FANS (anti-infiammatori non steroidei)

– riposo

– steroidi

non oltre 2 settimane perchè possono causare assottigliamento della pelle

crema con vaselina o ossido di zinco

creme analgesiche con lidocaina

creme con vasocostrittori come la adrenalina,

– preparazioni anche con dobesilato o mesalazina,

– lavaggio con acqua tiepida e sapone acido

– da evitare lavaggi con acqua gelida poichè il conseguente spasmo della muscolatura anale potrebbe causare lo strozzamento dei noduli emorroidali

 

 

Anestetici Topici: utili per mascherare il dolore determinato da emorroidi, spesso sanguinolente, velocizzando la guarigione. Questi farmaci devono essere applicati direttamente nella zona interessata.

 

Benzocaina (es. Foille)

il farmaco è reperibile come crema ad applicazione topica (20%); dopo la pulizia della zona anale, si raccomanda di applicare la crema esternamente, al bisogno, non più di 6 volte al giorno.

 

Lidocaina (es. Xylocaina, Lidofast, Luan CHIR)

reperibile come lozione o crema al 3%-4%-5%; si consiglia di applicare un sottile strato di crema nella regione perianale dopo la detersione accurata della zona, due o tre volte al giorno.

 

Dibucaina (es. Nupercainal)

farmaco di seconda scelta per il trattamento delle emorroidi. Il farmaco viene utilizzato anche per il trattamento del prurito anale in generale e per le emorroidi in particolare: si tratta di un principio attivo ad azione analgesica e disinfettante. Si raccomanda di instillare il farmaco per via rettale (tramite applicatore apposito) due volte al giorno, preferibilmente alla mattina e alla sera dopo l’evacuazione. Non utilizzare più di 30 grammi in 24 ore.

 

Pramoxina cloridrato (es. Tronotene)

reperibile sottoforma di crema o unguento anale, si raccomanda di applicare il prodotto dopo la detersione accurata della zona lesa, a seguito di ogni evacuazione. Il principio attivo è reperibile anche in associazione a idrocortisone acetato (es. Proctofoam HC).

 

 

Steroidi: ad azione antinfiammatoria, indicati per velocizzare la guarigione dalle emorroidi. Questi farmaci, inoltre, danno sollievo al paziente, dato che diminuiscono dolore e prurito anale.

 

Idrocortisone (es. Proctosedyl)

rappresenta il farmaco corticosteroide più utilizzato in assoluto per la cura delle emorroidi. In genere, si raccomanda di inserire una supposta di idrocortisone per via rettale (25 mg di farmaco), una o due volte al dì, dopo l’evacuazione e la pulizia della zona.
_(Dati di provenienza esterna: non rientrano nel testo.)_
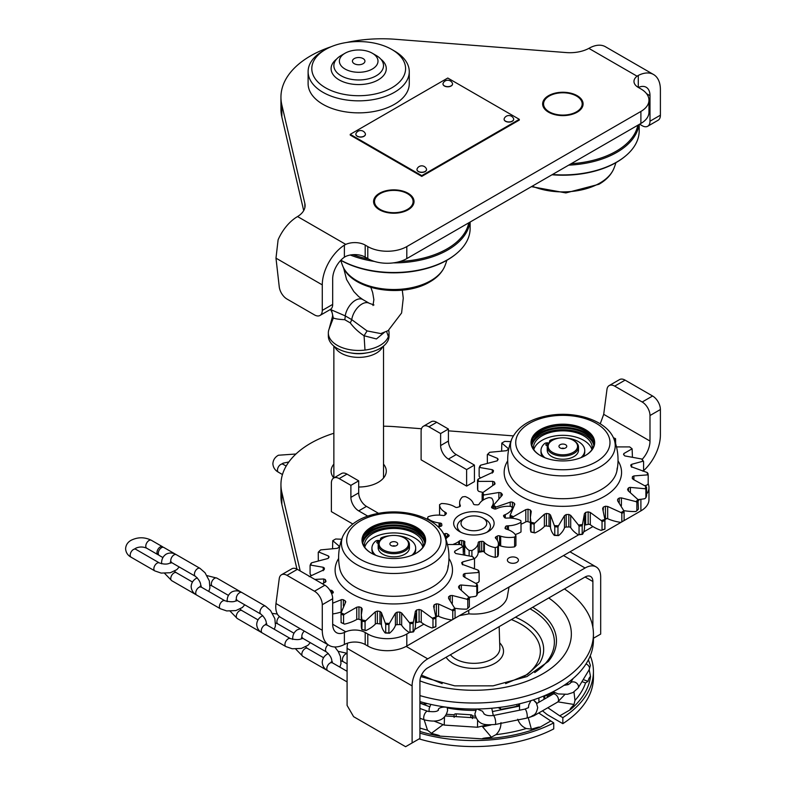 <?xml version="1.0" encoding="UTF-8"?>
<svg xmlns="http://www.w3.org/2000/svg" width="786" height="786" viewBox="0 0 786 786"><rect width="100%" height="100%" fill="white"/><g stroke="black" fill="none" stroke-linecap="round" stroke-linejoin="round"><path stroke-width="1.18" d="M383.519 464.143A27.589 15.926 180 0 1 378.194 482.349L378.194 482.349A27.589 15.926 180 0 1 358.691 487.015M516.805 562.373A5.522 3.183 0 0 0 518.416 560.123A5.522 3.183 0 0 0 515.007 557.176A5.522 3.183 0 0 0 508.994 557.863A5.522 3.183 0 0 0 507.383 560.123A5.522 3.183 0 0 0 510.792 563.061A5.522 3.183 0 0 0 516.805 562.373M625.096 380.129L614.691 386.132A11.033 6.367 -120 0 0 609.17 385.592L619.574 379.579A11.033 6.367 60 0 1 625.096 380.129L652.596 396.006A11.033 6.367 60 0 1 660.397 409.526L660.397 435.051A33.1 19.11 -60 0 1 643.361 470.893M614.691 386.132L642.191 402.01L652.596 396.006M406.804 646.033A27.589 15.926 180 0 1 367.789 646.033L365.195 644.53A14.718 8.499 0 0 0 345.771 643.822L344.386 644.481A33.1 19.11 -60 0 1 329.137 645.414A33.1 19.11 -60 0 1 322.28 630.264L322.28 604.729A11.033 6.367 -120 0 0 314.479 591.219L324.873 585.216A11.033 6.367 60 0 1 332.684 598.726L332.684 624.251A18.392 10.621 120 0 0 336.487 632.671A18.392 10.621 120 0 0 344.386 632.435L345.771 631.806A14.718 8.499 180 0 1 365.195 632.514L367.789 634.017A27.589 15.926 0 0 0 406.804 634.017L406.804 646.033L640.895 510.88A27.589 15.926 180 0 0 648.971 499.621L648.971 487.605A27.589 15.926 0 0 0 648.165 483.783M296.951 569.103L281.85 504.416A101.148 58.4 180 0 1 280.946 496.614L280.946 484.598A101.148 58.4 0 0 0 281.85 492.4L300.193 570.96M329.137 645.414L281.015 617.639A33.1 19.11 120 0 1 278.106 615.222C276.063 612.481 275.355 608.59 275.984 603.54L322.28 630.264M286.978 575.342A11.033 6.367 -120 0 0 281.457 574.792L291.861 568.789A11.033 6.367 60 0 1 297.373 569.339L286.978 575.342L314.479 591.219M281.457 574.792A11.033 6.367 -120 0 0 279.246 578.634L275.984 603.54M297.373 569.339L324.873 585.216M333.804 477.967A27.589 15.926 180 0 1 333.863 464.143M463.376 551.163A25.751 14.865 0 0 0 464.703 551.487M478.252 552.244A25.751 14.865 0 0 0 483.459 551.399A1.837 1.061 180 0 1 483.773 551.634L484.382 552.273A18.392 10.621 -0 0 0 495.268 557.362L495.268 547.606A47.16 27.235 180 0 0 497.695 546.84L497.695 556.596A47.16 27.235 180 0 1 495.268 557.362M639.981 499.395L638.281 500.377M606.861 518.514L604.945 519.625M592.929 526.561L583.713 531.886M578.683 534.785L477.524 593.184M470.922 596.996L469.222 597.979M437.792 616.126L435.886 617.226M423.87 624.163L414.654 629.488M409.624 632.386L406.804 634.017M646.583 494.089A27.589 15.926 0 0 0 648.971 487.605M513.268 435.886L448.423 430.836M421.493 428.743L395.604 426.729A101.148 58.4 0 0 0 383.519 426.209M333.863 433.273A101.148 58.4 0 0 0 280.946 484.598M642.093 459.437A18.392 10.621 120 0 0 649.993 441.054L649.993 415.529A11.033 6.367 -120 0 0 642.191 402.01M600.239 423.811L603.707 414.33L606.969 389.434A11.033 6.367 -120 0 1 609.17 385.592M565.625 447.902A3.91 2.26 180 0 1 559.298 447.234A3.91 2.26 180 0 1 560.104 444.719A3.91 2.26 180 0 1 565.075 444.454A3.91 2.26 180 0 1 566.431 447.234A3.91 2.26 180 0 1 565.625 447.902M551.811 440.681L552.46 440.307A14.718 8.499 180 0 1 573.269 440.307A14.718 8.499 180 0 1 573.269 452.314A14.718 8.499 180 0 1 552.46 452.314A14.718 8.499 180 0 1 552.46 440.307L551.811 440.681A15.632 9.029 180 0 0 547.233 447.057L547.233 450.211A15.632 9.029 180 0 0 556.881 458.552A15.632 9.029 180 0 0 573.918 456.597A15.632 9.029 180 0 0 578.496 450.211L578.496 447.057A15.632 9.029 180 0 1 573.918 453.443A15.632 9.029 180 0 1 556.881 455.399A15.632 9.029 180 0 1 547.233 447.057M573.583 440.494A15.632 9.029 180 0 1 573.918 440.681A15.632 9.029 180 0 1 578.496 447.057M561.626 448.452A1.837 1.061 180 0 1 564.102 448.452M392.568 546.054A1.837 1.061 180 0 1 395.044 546.054M391.035 542.32A3.91 2.26 180 0 1 396.016 542.055A3.91 2.26 180 0 1 397.372 544.836A3.91 2.26 180 0 1 396.566 545.513A3.91 2.26 180 0 1 390.239 544.836A3.91 2.26 180 0 1 391.035 542.32M382.753 538.282L383.401 537.909A14.718 8.499 180 0 1 404.21 537.909A14.718 8.499 180 0 1 404.21 549.925A14.718 8.499 180 0 1 383.401 549.925A14.718 8.499 180 0 1 383.401 537.909L382.753 538.282A15.632 9.029 180 0 0 378.174 544.669L378.174 547.822A15.632 9.029 180 0 0 387.822 556.164A15.632 9.029 180 0 0 404.859 554.199A15.632 9.029 180 0 0 409.437 547.822L409.437 544.669A15.632 9.029 180 0 1 404.859 551.045A15.632 9.029 180 0 1 387.822 553.01A15.632 9.029 180 0 1 378.174 544.669M404.525 538.096A15.632 9.029 180 0 1 404.859 538.282A15.632 9.029 180 0 1 409.437 544.669M352.737 523.967L331.378 511.637L331.378 483.105A11.033 6.367 60 0 1 333.667 478.045A11.033 6.367 60 0 1 339.179 478.595L350.89 485.355L358.691 480.845L358.691 492.861A11.033 6.367 -120 0 0 366.492 506.38L378.508 513.317M350.89 485.355L350.89 497.371A11.033 6.367 -120 0 0 358.691 510.88L367.76 516.117M333.667 478.045L341.468 473.545A11.033 6.367 60 0 1 346.99 474.096L358.691 480.845M421.109 459.83L421.109 431.298A11.033 6.367 60 0 1 423.399 426.248A11.033 6.367 60 0 1 428.91 426.788L440.622 433.548L448.423 429.038L448.423 441.054A11.033 6.367 -120 0 0 456.224 454.573L474.43 465.086L474.43 481.602L466.629 486.102L421.109 459.83M440.622 433.548L440.622 445.564A11.033 6.367 -120 0 0 448.423 459.073L466.629 469.586L474.43 465.086M466.629 469.586L466.629 486.102M423.399 426.248L431.2 421.738A11.033 6.367 60 0 1 436.721 422.288L448.423 429.038M577.17 112.192A20.23 11.682 180 0 1 555.122 114.727A20.23 11.682 180 0 1 542.635 103.939A20.23 11.682 180 0 1 548.559 95.676A20.23 11.682 180 0 1 570.607 93.141A20.23 11.682 180 0 1 583.094 103.939A20.23 11.682 180 0 1 577.17 112.192M408.111 209.803A20.23 11.682 180 0 1 386.064 212.328A20.23 11.682 180 0 1 373.576 201.54A20.23 11.682 180 0 1 379.5 193.277A20.23 11.682 180 0 1 401.548 190.752A20.23 11.682 180 0 1 414.035 201.54A20.23 11.682 180 0 1 408.111 209.803M331.201 46.708A101.148 58.4 0 0 0 280.946 97.179A101.148 58.4 0 0 0 281.85 104.98L304.85 203.486A27.589 15.926 180 0 1 305.096 205.618A27.589 15.926 180 0 1 297.56 216.553L297.01 216.887A33.1 19.11 120 0 0 278.106 239.809L275.984 258.152L279.246 286.821A11.033 6.367 -120 0 0 286.978 299.034L314.479 314.911A11.033 6.367 -120 0 0 319.99 315.461A11.033 6.367 -120 0 0 322.28 310.411L322.28 284.886A33.1 19.11 -60 0 1 344.386 245.134L345.771 244.387A14.718 8.499 180 0 1 365.195 245.085L367.789 246.588A27.589 15.926 0 0 0 406.804 246.588L640.895 111.445A27.589 15.926 0 0 0 648.971 100.176A27.589 15.926 0 0 0 640.895 88.916L638.291 87.413A14.718 8.499 180 0 1 633.978 81.41A14.718 8.499 180 0 1 637.073 76.203L638.291 75.446A33.1 19.11 -60 0 1 653.539 74.513A33.1 19.11 -60 0 1 660.397 89.673L660.397 115.198A11.033 6.367 60 0 1 658.108 120.248L647.713 126.251A11.033 6.367 -120 0 0 649.993 121.201L649.993 95.676A18.392 10.621 120 0 0 646.18 87.256A18.392 10.621 120 0 0 638.36 87.462M653.539 74.513L605.426 46.738A33.1 19.11 120 0 0 589.421 48.064L588.861 48.368A27.589 15.926 180 0 1 566.234 52.574L395.604 39.3A101.148 58.4 0 0 0 346.705 42.464M639.588 124.208L642.191 125.711A11.033 6.367 -120 0 0 647.713 126.251M648.971 100.176L648.971 112.192A27.589 15.926 180 0 1 640.895 123.451L640.895 111.445M322.28 310.411L332.684 304.398L332.684 278.873A18.392 10.621 120 0 1 344.386 257.179L345.771 256.393A14.718 8.499 0 0 1 365.195 257.101L367.789 258.604A27.589 15.926 180 0 0 406.804 258.604L640.895 123.451M303.701 210.609L281.85 116.986A101.148 58.4 180 0 1 280.946 109.185L280.946 97.179M332.684 304.398A11.033 6.367 60 0 1 330.395 309.458L345.231 315.884L351.735 319.637L367.062 330.916L380.778 333.588L388.146 330.651L401.597 312.985L403.257 298.189L402.294 290.162M379.5 194.034L380.149 193.661A19.306 11.151 0 0 0 380.149 209.42A19.306 11.151 0 0 0 407.453 209.42A19.306 11.151 0 0 0 407.462 193.661A19.306 11.151 0 0 0 380.149 193.661L379.5 194.034A20.23 11.682 0 0 0 373.586 201.914M414.026 201.914A20.23 11.682 0 0 0 408.111 194.034A20.23 11.682 0 0 0 407.777 193.847M548.559 96.423L549.208 96.049A19.306 11.151 0 0 0 549.208 111.818A19.306 11.151 0 0 0 576.521 111.818A19.306 11.151 0 0 0 576.521 96.049A19.306 11.151 0 0 0 549.208 96.049L548.559 96.423A20.23 11.682 0 0 0 542.645 104.312M583.084 104.312A20.23 11.682 0 0 0 577.17 96.423A20.23 11.682 0 0 0 576.836 96.236M380.797 59.117A27.589 15.926 180 0 1 378.194 79.907L378.194 79.907A27.589 15.926 180 0 1 339.179 79.907A27.589 15.926 180 0 1 336.585 59.117M322.928 51.002L325.532 49.498A46.895 27.078 0 0 0 325.532 87.786A46.895 27.078 0 0 0 391.85 87.786A46.895 27.078 0 0 0 391.85 49.498A46.895 27.078 0 0 0 325.532 49.498L322.928 51.002A50.579 29.2 180 0 0 308.112 71.644L308.112 83.66A50.579 29.2 0 0 0 339.336 110.639A50.579 29.2 0 0 0 394.454 104.312A50.579 29.2 0 0 0 409.27 83.66L409.27 71.644A50.579 29.2 180 0 1 394.454 92.296A50.579 29.2 180 0 1 339.336 98.623A50.579 29.2 180 0 1 308.112 71.644M391.85 49.498L394.454 51.002A50.579 29.2 180 0 1 409.27 71.644M334.698 346.724A24.828 14.335 0 0 0 341.134 353.179A24.828 14.335 0 0 0 365.146 356.883A24.828 14.335 0 0 0 382.684 346.724M350.939 352.943A22.991 13.274 0 0 0 366.433 352.943M328.342 332.94L328.342 336.005A30.349 17.518 0 0 0 337.233 348.395A30.349 17.518 0 0 0 370.304 352.187A30.349 17.518 0 0 0 389.041 336.005L389.041 332.94A30.349 17.518 180 0 1 388.372 336.575A30.349 17.518 180 0 1 364.989 350.075A30.349 17.518 180 0 1 337.233 345.329A30.349 17.518 180 0 1 328.342 332.94A30.349 17.518 180 0 1 329 329.305A30.349 17.518 180 0 1 329.039 329.206A30.349 17.518 180 0 1 329.108 329.02M354.27 63.686A6.249 3.606 0 0 0 361.079 64.472A6.249 3.606 0 0 0 364.94 61.141A6.249 3.606 0 0 0 363.112 58.586A6.249 3.606 0 0 0 356.294 57.8A6.249 3.606 0 0 0 352.433 61.141A6.249 3.606 0 0 0 354.27 63.686M345.034 53.252L341.134 55.501A24.828 14.335 0 0 0 333.863 65.641A24.828 14.335 0 0 0 341.134 75.78A24.828 14.335 0 0 0 368.192 78.885A24.828 14.335 0 0 0 383.519 65.641A24.828 14.335 0 0 0 376.248 55.501L372.348 53.252A19.306 11.151 0 0 0 345.034 53.252A19.306 11.151 0 0 0 345.034 69.021A19.306 11.151 0 0 0 372.348 69.021A19.306 11.151 0 0 0 372.348 53.252L376.248 55.501M384.55 332.223L376.435 338.943L364.075 335.769C358.485 332.085 353.877 327.782 350.242 322.869L344.72 319.686C339.483 319.47 335.681 318.92 333.323 318.016L332.39 316.886C332.95 314.744 332.281 312.229 330.375 309.35M388.697 330.326A30.349 17.518 180 0 1 389.041 332.94M367.062 330.916L364.075 335.769L364.989 350.075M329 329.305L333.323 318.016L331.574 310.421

Non superare i 75-100 mg al dì. Il farmaco è disponibile anche sottoforma di crema o lozione rettale: in tal caso, si raccomanda di applicare il prodotto 1-2 volte al giorno, al bisogno. Approssimativamente, proseguire la terapia per 3-4 settimane, in base alla natura della patologia emorroidaria e alla severità della condizione.

 

Fluocinolone (es. Proctolyn)

disponibile sottoforma di crema rettale e di supposte. Si raccomanda di applicare il prodotto 1-2 volte al giorno, per circa un mese. Consultare il medico.

 

Fluocortolone (es. Ultraproct)

reperibile come supposta o unguento rettale. In caso di emorroidi, si raccomanda di assumere una supposta al giorno, dopo la defecazione; la terapia va protratta fino a 7 giorni dopo la remissione dei sintomi. L’unguento rettale va invece applicato due volte al giorno; nei primi 2-3 gg di terapia, è possibile anche ripetere l’applicazione dell’unguento 3-4 volte al giorno.

 

 

Rimedi naturali per il trattamento delle emorroidi

 

Alcune piante esercitano un’ottima azione “terapica” per trattare le emorroidi: tra queste non possiamo dimenticare il rusco, il cipresso, l’amamelide e l’iperico.

 

Rusco (Ruscus aculeatus): la pianta è ricca di saponine ad azione vasocostrittrice ed astringente, particolarmente utile per contrastare i disturbi venosi in generale e le emorroidi in particolare.

 

Cipresso (Cupressus sempervirens): l’olio essenziale di cipresso trova impiego in alcune formulazioni naturali per il trattamento delle emorroidi, grazie alle proprietà antispasmodiche, vasocostrittrici e pseudo-anestetiche.

 

Amamelide (Hamamelis virgiliana): trova indicazione per il trattamento delle emorroidi per merito delle sue spiccate proprietà antiflogistiche (sfiammanti), cicatrizzanti ed astringenti (favoriscono la vasocostrizione)

 

Iperico (Hypericum perforatum): le sue proprietà cicatrizzanti, astringenti e disinfettanti rappresentano una valida alternativa naturale per velocizzare la guarigione delle emorroidi.

 

I farmaci ed i prodotti sopradescritti possono essere accompagnati dall’applicazione topica di creme, pomate o gel ad azione emolliente (a base di olio di Jojoba, burro di karitè, olio di mandorle dolci) e rinfrescanti (ad esempio, la menta), utili per dare sollievo immediato al fastidio generato dalle emorroidi.

 

Probiotici

 

L’alimentazione per le emorroidi dovrebbe comprendere una buona dose di microorganismi probiotici (batteri fisiologici) e molecole prebiotiche (polisaccaridi e fibre alimentari).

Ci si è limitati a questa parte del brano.